Recife continua sendo a meca dos mergulhadores em naufrágio, seja pelo
número de embarcações disponíveis para visita, seja pela qualificação das
operadoras locais, isso sem falar da boa qualidade da rede hoteleira e dos
inúmeros atrativos a disposição do visitante.
O próprio Clécio esteve lá recentemente e seus relatos estão disponíveis
aí no site.
Meu ponto de mergulho preferido na justamente denominada "Capital dos
Naufrágios" é a corveta Camaquã, e sempre que possível volto a
visitá-la.
Desta vez tinha a responsabilidade de "apresentá-la" a dois amigos
que me acompanhavam e que estavam curiosos diante das minhas referências sempre
elogiosas ao imponente naufrágio. Já o Sergio Panda é contumaz freqüentador
do local.
Navegação tranqüila até o ponto de mergulho, com o Gaba descendo primeiro
para fixar o cabo de descida. Bóias de referência lançadas ao mar e o
catamarã aproxima-se delas permitindo o lançamento dos mergulhadores.

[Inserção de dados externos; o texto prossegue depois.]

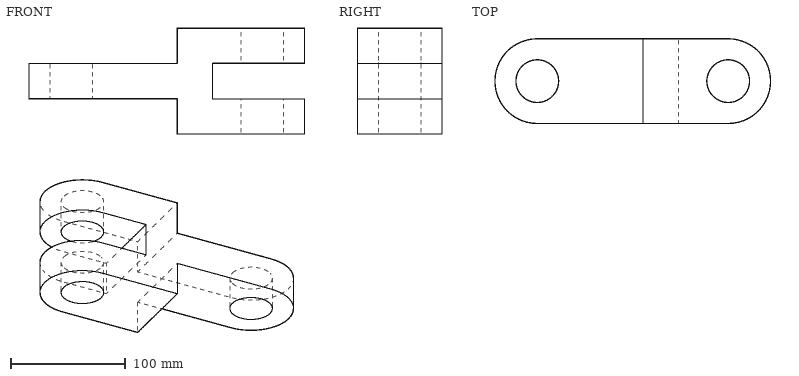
import cadquery as cq

length = 240.9
width = 74.2
height = 92.7
layer = height / 3
end_radius = width / 2
hole_diameter = width / 2
fork_length = 111.3
fork_back_wall = layer

hole_x = length / 2 - end_radius
shoulder_x = length / 2 - fork_length
slot_x = shoulder_x + fork_back_wall


def block(start_x, end_x, thickness):
    """Full-width block between two X positions, centred on the XY plane."""
    return (
        cq.Workplane("XY")
        .box(end_x - start_x, width, thickness)
        .translate(((start_x + end_x) / 2, 0, 0))
    )


def rounded_bar():
    """Full-height bar with round ends and a pin hole at each end."""
    return (
        cq.Workplane("XY")
        .slot2D(length, width)
        .pushPoints([(-hole_x, 0), (hole_x, 0)])
        .circle(hole_diameter / 2)
        .extrude(height / 2, both=True)
    )


tongue = block(-length / 2, shoulder_x, layer)
fork = block(shoulder_x, length / 2, height)
slot = block(slot_x, length / 2, layer)
side_profile = tongue.union(fork).cut(slot)

result = rounded_bar().intersect(side_profile)

Para a turma do Rio, a visibilidade e a cor da água em Recife já vale à
viagem e quando estão presentes num mergulho aos 54 metros de profundidade, aí
é a festa.
Como se tratava de uma primeira visita, optei por percorrer o naufrágio de
proa à popa pelo exterior do mesmo, deixando para fazer as primeiras
penetrações no trajeto de retorno.
Os gestos e as fisionomias dos companheiros de mergulho denotavam a toda hora
sua satisfação.
Passagens estreitas no interior da embarcação estimulavam e tornavam ainda
mais instigante aquela experiência.
Todas as vezes que ali retornamos não esquecemos que aquele é um cenário
em que ocorreram mortes de tripulantes o que nos leva a tratá-lo com o devido
respeito, o que quer dizer também, nada retirar do naufrágio.
Após trinta minutos de mergulho iniciamos a nossa subida e descompressão
num cenário incrivelmente azul e de quando em vez cercados por peixes de
diversas espécies.
Usamos para esse mergulho, duplas de aço com Trimix 20/30, como gás de
fundo e cilindros S40 com Ean 50 e O² respectivamente para descompressão.
No retorno, começam os comentários sobre os momentos vividos durante o
mergulho e já nos surge aquele gostinho de "quero mais".
As lembranças dos mergulhos ficam na lembrança e nas fotos e vídeos que o
pessoal da dolphineye disponibiliza para a turma.